Funding source: Monash University
UNDERSTANDING AND TRANSFORMING GENDERED SCHOOL CULTURES (2023 – present)
Lead researcher: Dr Leanne Higham, Monash University
Researchers: Dr Kate O’Connor, La Trobe University; Dr Troy Potter, The University of Melbourne; Dr Kellie Sanders, La Trobe University; Dr Clare Southerton, Monash University; Assoc Prof Melissa Wolfe, University of Wollongong; Dr Rachel Finneran, Deakin University
We have been invited by a Melbourne Catholic school to investigate and examine their existing and historical gendered cultures as they transition from over a century of single-sex to co-educational schooling, and to collaborate with them in developing their new, co-educational school culture of belonging. It aims to critically examine school culture and cultural change, and to explore participatory research methodologies.

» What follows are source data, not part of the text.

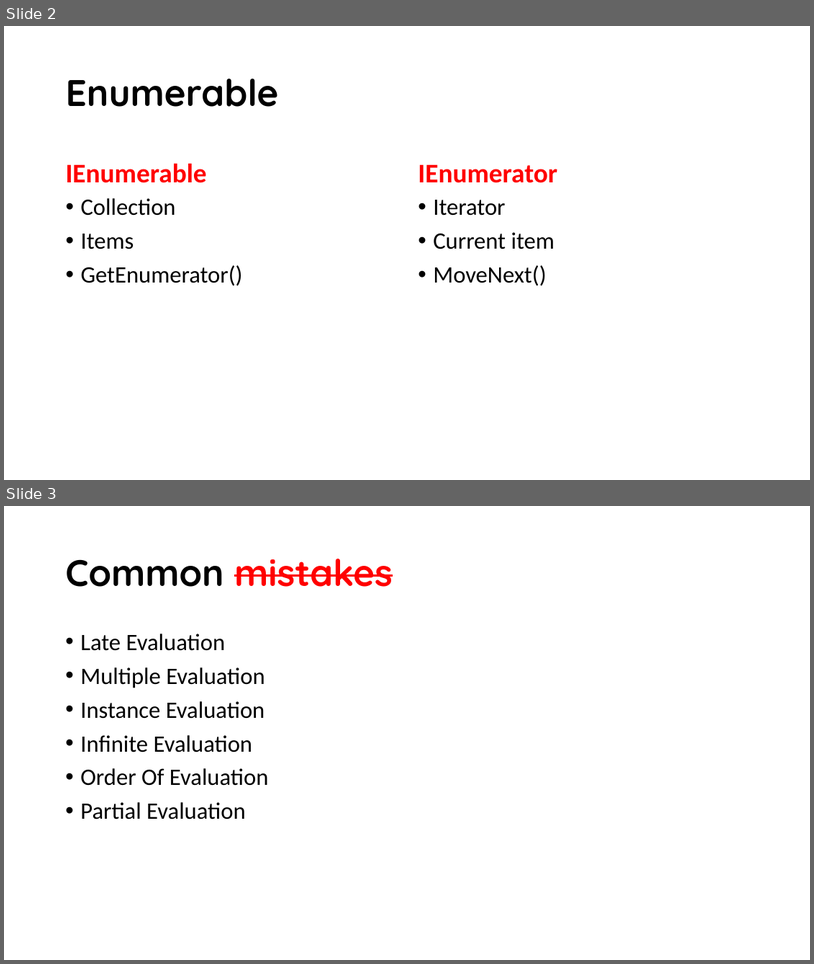
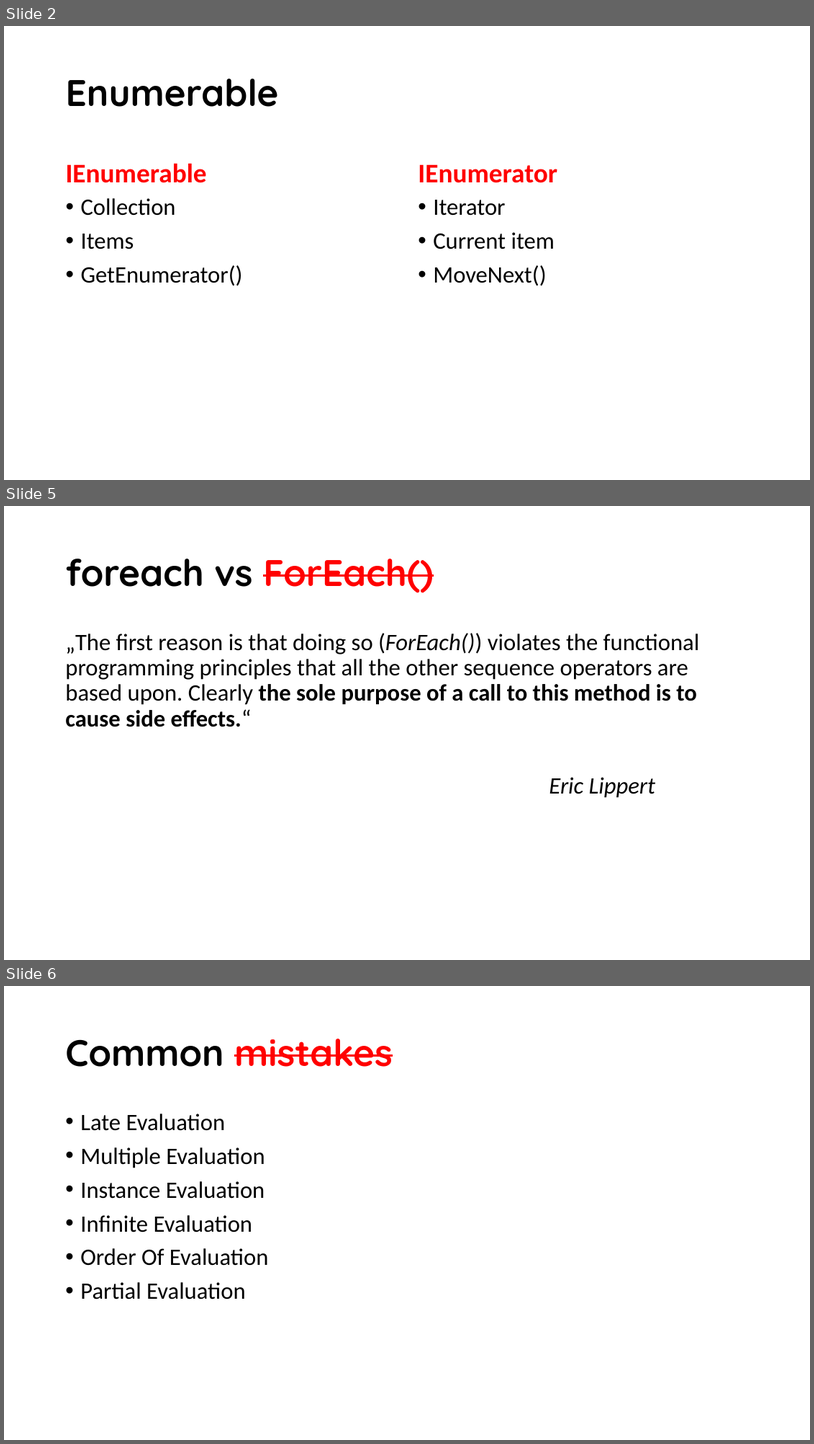
Before and after one commit to GoranSiska/IEnumerableConsideredHarmful, a slide deck: IEnumerable considered harmful.pptx. Shown one above the other, each under a label of ours: slides 2 and 3 before the commit, slides 2, 5 and 6 after it; the slides between them are not shown. The pictures are 814x964 and 814x1444 pixels, drawn with LibreOffice and Linux fonts; fonts in the diff are those of the drawing; background and template pictures are left out. Boxes give left, top, right and bottom in pixels: in the first picture for what was removed or moved away, otherwise in the second. Text is boxed around its words. In the diff, an @@ line names an element or a change of style, - is before the commit and + after.

```diff
--- a/IEnumerable considered harmful.pptx
+++ b/IEnumerable considered harmful.pptx
@@ slide 5 added at (4,506,810,960), background #FFFFFF @@
@@ title added at (65,559,433,593), 44 pt, text #000000, bold @@
+foreach vs ForEach()
@@ text added at (65,633,700,798), 28 pt, text #000000 @@
+„The first reason is that doing so (ForEach()) violates the functional programming principles that all the other sequence operators are based upon. Clearly the sole purpose of a call to this method is to cause side effects.“
+Eric Lippert
@@ what was slide 3 is now slide 6 @@
```
Also in this commit, not shown: 3 slides changed, 2 other slides added, 2 other files.
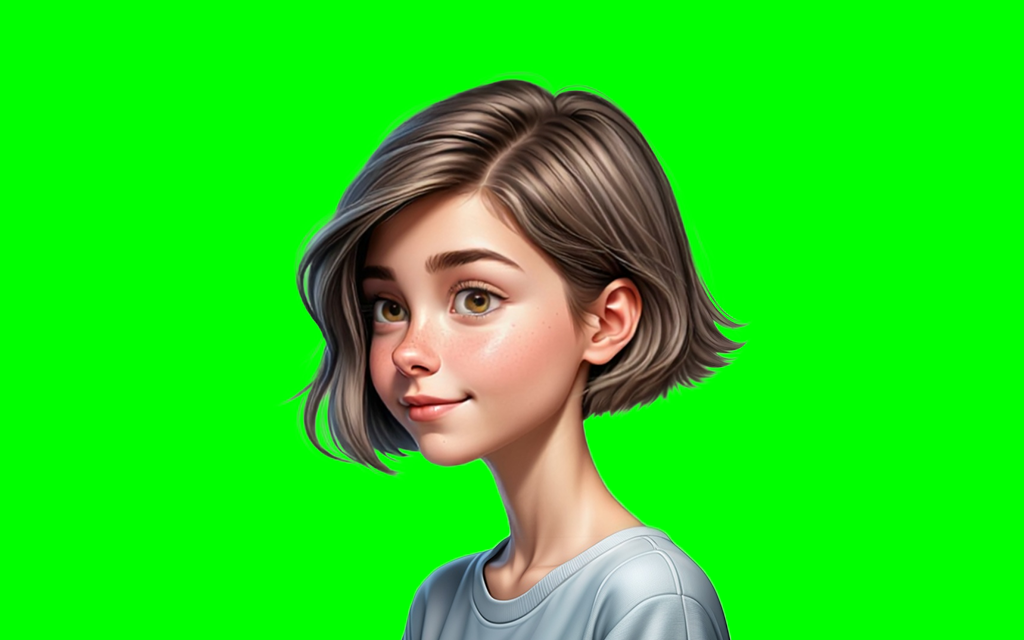
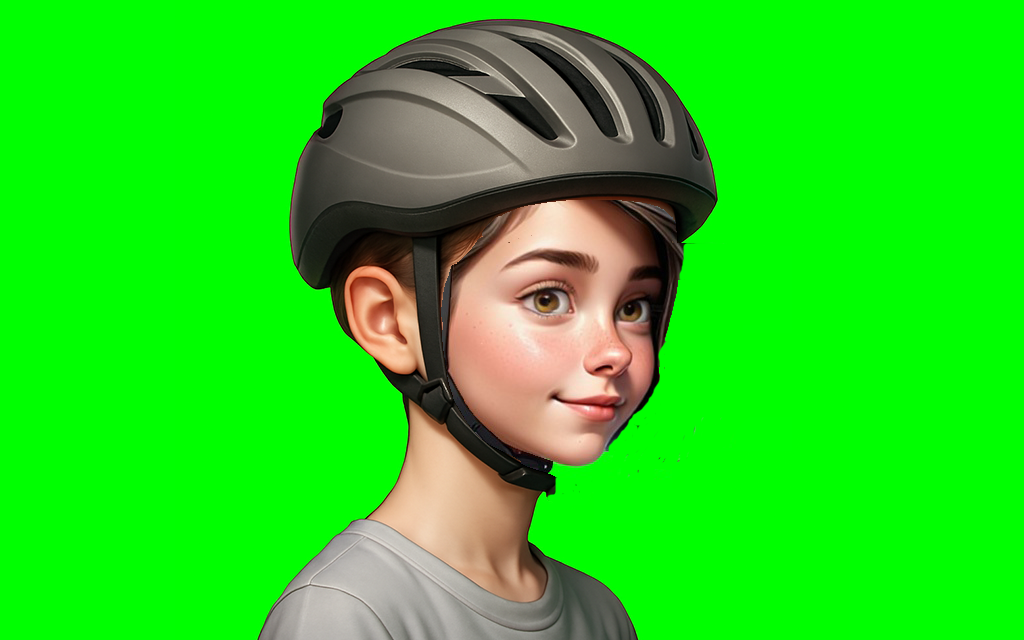
Layered file, before and after one edit (1024 × 640). Changes by layer:
showed "helmet", painted on it, unmasked it over (x1=254, y1=15, x2=753, y2=640)
removed layer "ania" over (x1=273, y1=67, x2=753, y2=640)
renamed "greenscreen" to "Layer 0", painted on it, unmasked it over (x1=254, y1=15, x2=753, y2=640)
added layer "greenscreen" over (x1=254, y1=15, x2=753, y2=640)

AFFECTIVE ECOLOGIES OF SCHOOL CLIMATE (2019 – 2023)
Co-researchers: Assoc Prof Melissa Wolfe, University of Wollongong, Dr Eve Mayes, Deakin University
This study is a cartography of school climate in a Melbourne government school. It aims to examine cultural change, and explore participatory and creative research methodologies.
Funding source: Southern Cross University
SLOW VIOLENCE AND EVERYDAY SCHOOLING (2016 – 2024)
PhD project, The University of Melbourne. Supervised by Dr Dianne Mulcahy and Prof Jane Kenway.
This study is an ethological ethography of slow violence in two Melbourne government schools. It aims to examine un/ethical practices in everyday schooling. It is concerned with how slow violence and ethics of nonviolence are socially, materially and discursively enacted.
Funding source: Australian Government Research Training Program scholarship; MGSE Travelling Scholarship
The Catholic Closet: An International Comparative Study of Homophobia and Transphobia in Catholic Schools (2018 – 2022)
Lead researcher: Assoc Prof Tonya Callaghan, University of Calgary
This study is a comparative cross-case analysis of Catholic school systems in Australia, Canada, New Zealand, and the United Kingdom vis-à-vis sexual minority groups. It aims to uncover the causes and effects of clashes between Catholic canon law and the common laws of the aforementioned nations regarding sexual minorities – clashes which are increasingly being played out in Catholic schools.
Funding source: Social Sciences and Humanities Research Council of Canada (SSHRC)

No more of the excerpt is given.